Hans Smit

Personal information
- Full name: Hans-Peter Van Sprew Smit
- Date of birth: June 29, 1958 (age 68)
- Place of birth: Jakarta, Indonesia
- Positions: Sweeper; midfielder;

Youth career
- Years: Team
- ?: UP Fighting Maroons

Managerial career
- 1981–?: De La Salle Santiago Zobel
- 1996: Philippines (assistant)
- ?: Kaya
- ?: National Capital Region (youth)
- ?: DLSU Lady Booters
- 2008: Philippines (women's)

= Hans Smit =

Indonesian-born Filipino football coach (born 1958)

Hans-Peter Van Sprew Smit (born June 29, 1958) is an Indonesian-born Filipino football coach. He was an assistant coach of the Philippine national football team, which participated at the 1996 Tiger Cup.

He was a long-time head coach of the DLSU Lady Booters which played in the University Athletic Association of the Philippines (UAAP), as well as at the PFF Women's League.

==Early life and education==
Smit was born as an Indonesian citizen in Jakarta, Indonesia but moved to the Philippines at age 6. Smit attended the University of the Philippines Diliman for his college and pursued a sports major program after considering to pursue a course in Human Resource Management and Mass Communication. He represented his school as a varsity player at the UAAP Football Championships. He voluntarily chose to drop out from the university to focus on his coaching career.

==Coaching career==
Smit started his coaching career in football at age 21 making him the youngest football coach in the country at that time. He began his coaching career with the newly formed De La Salle Santiago Zobel School football team in 1981. He also became the youngest Athletic Director in the country when he initiated a varsity program for the Alabang-based De La Salle Santiago Zobel School. Smit coached the schools' boys' team.

Among the other teams Smit had coached is Kaya and the National Capital Region youth team.

Smit led the DLSU Lady Booters to the top of its group at the elimination round of the UAAP Season 77 football tournament in 2015. In 2016, he served as the first head coach of the team at the PFF Women's League mentoring the team in the 2016-17 season. He guided the team in its 3–0 win against OutKast on their first match of the second round of the league's season which assured them of the league title.

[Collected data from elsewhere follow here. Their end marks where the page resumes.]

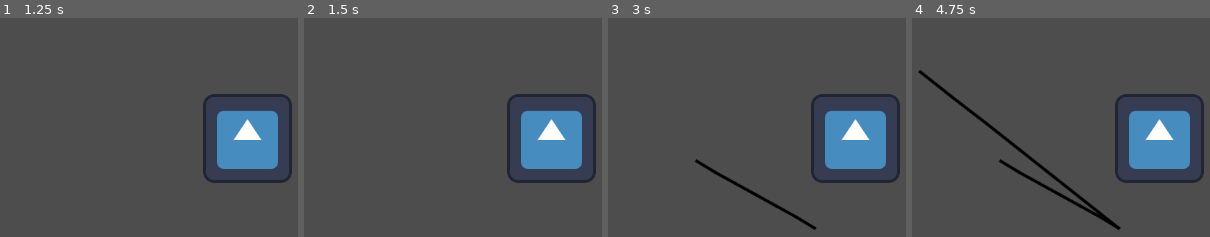
Above: before the commit, frames 1-4 (left to right).
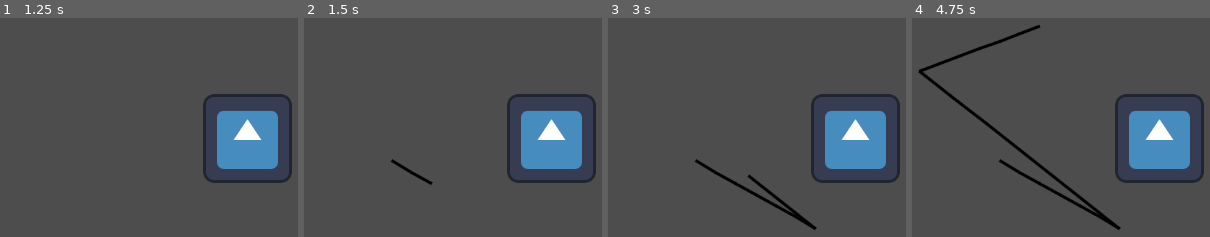
Above: after the commit, the same moments.

Repository: celyk/godot-ipad-demos
Game: Godot game, scene res://main.tscn
Same seed, same stepped clock (60 frames per second), same inputs: the game is played once before the commit and once after it. The engine's default icon, where the game draws it, is replaced by a stand-in: a white triangle on a blue panel in a dark square.
Inputs (mouse positions are in pixels of both pictures, inside the frame that each line leads up to):
- Up to frame 1 (1.25 s): tap Enter at 0.5 s; move the mouse to (outside the picture) at 0.52 s; click (outside the picture) at 0.67 s
- Up to frame 2 (1.5 s): tap Space at 1.25 s; drag from (390, 160) to (512, 228) at 1.27 s
- Up to frame 3 (3 s): move the mouse to (outside the picture) at 2.02 s; click (outside the picture) at 2.17 s; tap Enter at 2.75 s; drag from (816, 228) to (616, 70) at 2.77 s
- Up to frame 4 (4.75 s): move the mouse to (outside the picture) at 3.52 s; click (outside the picture) at 3.67 s; tap Space at 4.25 s; drag from (920, 70) to (1040, 26) at 4.27 s

Frame 1 is identical in both runs. In frame 2, 0.2% of the frame differs, in the area x 29-44%, y 64-77%; in frame 3, 0.4%; in frame 4, 0.7%, in the area x 2-43%, y 3-25%.

Commit message:
Show preview stroke

Diff:
--- a/apple_pencil/assets/canvas/canvas.gd
+++ b/apple_pencil/assets/canvas/canvas.gd
@@ -22,27 +22,24 @@
 func create_stroke(event: InputEvent):
 	preview_stroke = PencilStroke.new()
 	preview_stroke.begin()
-	preview_stroke.add_point(_screen_to_world(event.position))
+	preview_stroke.add_point(_screen_to_local(event.position))
+
+	add_child(preview_stroke)
 
 func update_stroke(event: InputEventScreenDrag):
-	preview_stroke.add_point(_screen_to_world(event.position))
+	preview_stroke.add_point(_screen_to_local(event.position))
 
 func submit_stroke(event: InputEvent):
 	preview_stroke.end()
 
+	remove_child(preview_stroke)
 	get_parent().add_child(preview_stroke)
 	strokes.append(preview_stroke)
 
 	preview_stroke = null
 
-
-func _screen_to_world(p:Vector2) -> Vector2:
+func _screen_to_local(p:Vector2) -> Vector2:
 	return get_parent().make_canvas_position_local(p)
-
-	#p = get_viewport().global_canvas_transform.affine_inverse() * p
-	#p = get_viewport().get_camera_2d().get_cakera
-
-	return p
 
 func is_stylus(event: InputEvent) -> bool:
 	return not is_nan(event.pressure)
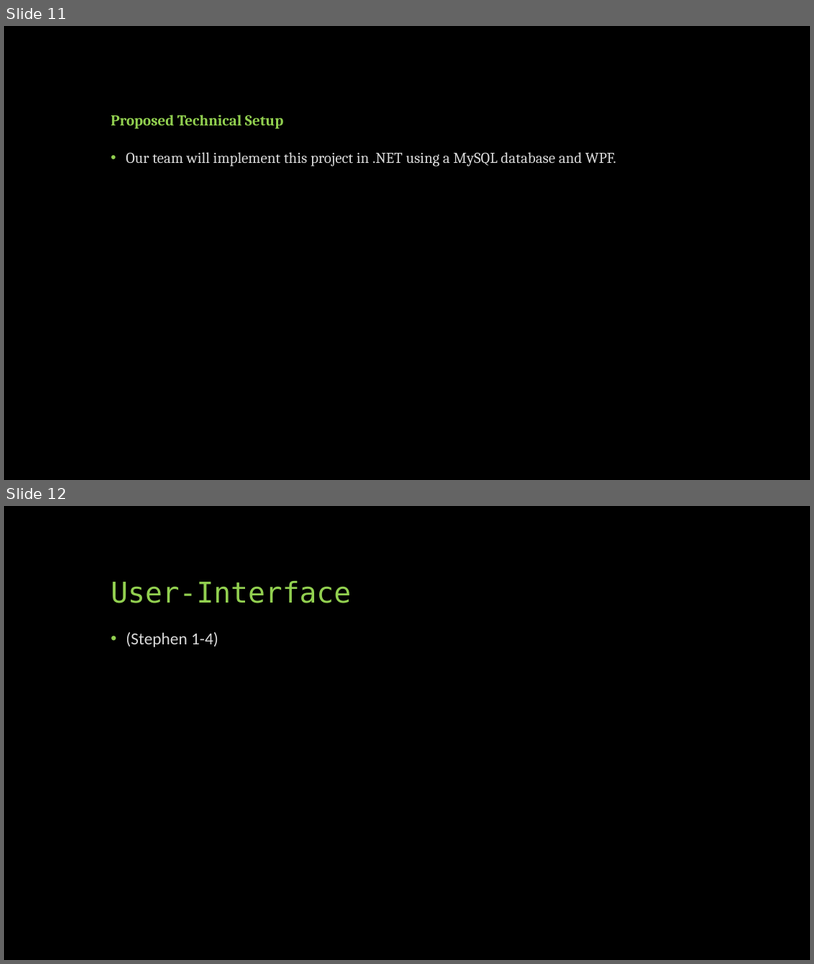
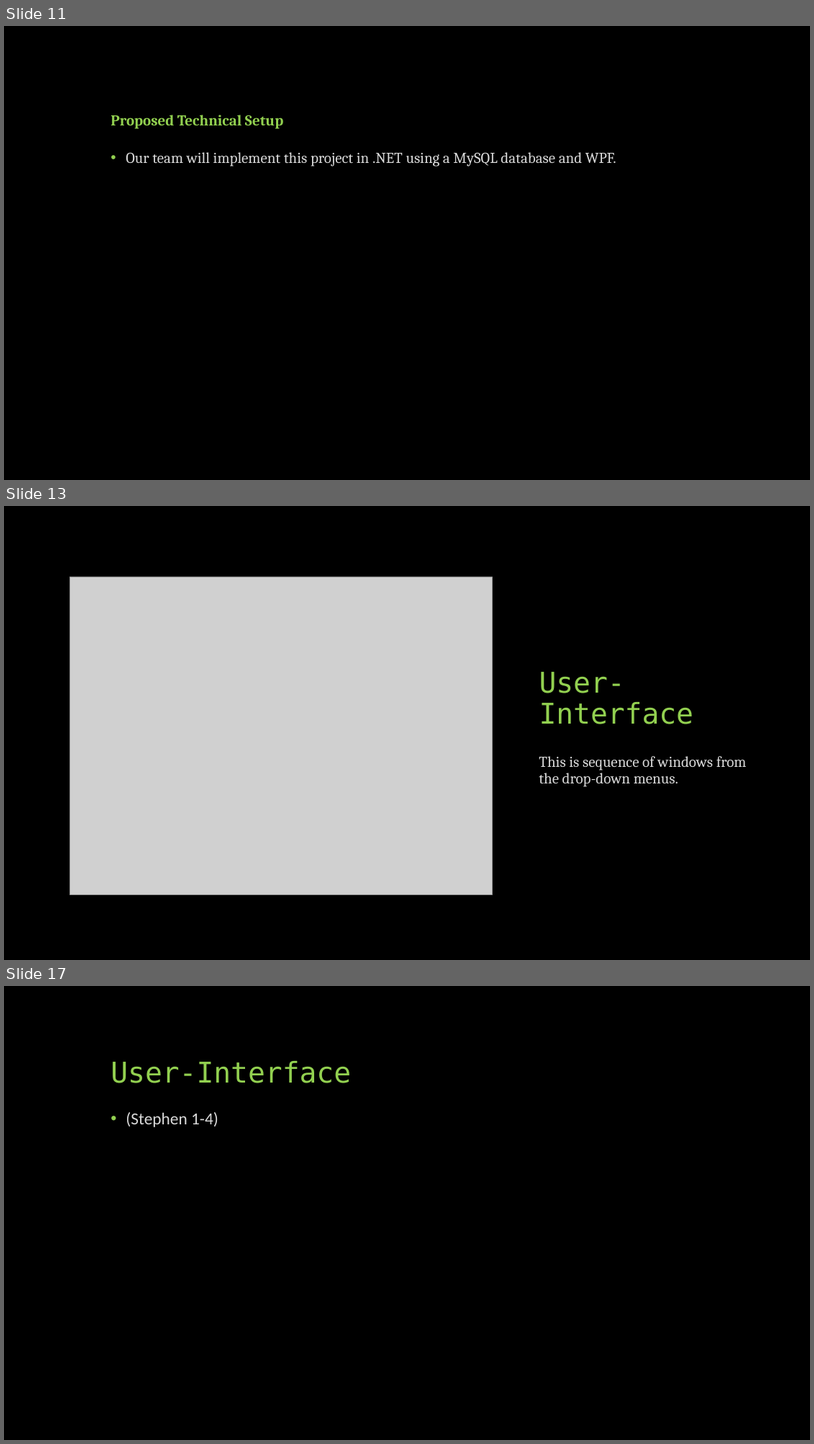
Before and after one commit to CS341-Group-2/sprint-1-presentation, a slide deck: Group 2 Introductory Presentation.pptx. Shown one above the other, each under a label of ours: slides 11 and 12 before the commit, slides 11, 13 and 17 after it; the slides between them are not shown. The pictures are 814x964 and 814x1444 pixels, drawn with LibreOffice and Linux fonts; fonts in the diff are those of the drawing; grey boxes stand for pictures. Boxes give left, top, right and bottom in pixels: in the first picture for what was removed or moved away, otherwise in the second. Text is boxed around its words. In the diff, an @@ line names an element or a change of style, - is before the commit and + after.

Commit message:
Added user-interface stuff
Did about half of the user interface windows.

```diff
--- a/Group 2 Introductory Presentation.pptx
+++ b/Group 2 Introductory Presentation.pptx
@@ slide 13 added at (4, 506, 810, 960), background #000000 @@
@@ picture added at (70, 577, 493, 894) @@
@@ title added at (540, 672, 694, 724), 34 pt, text #92D050 @@
+User-Interface
@@ text added at (539, 756, 747, 787), 18 pt, text #D9D9D9 @@
+This is sequence of windows from the drop-down menus.
@@ what was slide 12 is now slide 17 @@
```
Also in this commit, not shown: 4 other slides added.

Smit also organizes football festivals, leagues and national championships. He is an official Match Commissioner for the Philippine Football Federation and certified by the Asian Football Confederation.

===International===
Smit had a brief stint as head coach of the Philippine women's national team in 2008. He replaced Marlon Maro who last led the team at the 2007 Southeast Asian Games. Smit led the team at the 2008 AFC Women's Asian Cup qualifiers. He was replaced by Joey Villarino the same year who was first tasked to guide the team at the 2008 AFF Women's Championship.

==Personal life==
Smit is married to Carmencita Carlos Smit a natural-born Filipino and has four children who are all likewise born Filipino.

==Naturalization==
A bill was filed on March 17, 2015 before the Senate by Senators Pia and Alan Cayetano regarding the granting of Philippine citizenship to Hans Smit for staying more than 50 years in the country and for his contribution to Philippine football.

On June 6, 2016, the bill was approved in the Senate in the third and final reading, in time for the 16th Congress' sine die adjournment. On July 21, 2016, Smit became a naturalized Filipino citizen with the lapsing into law of the bill now known as Republic Act No. 10914, which was regarding his naturalization.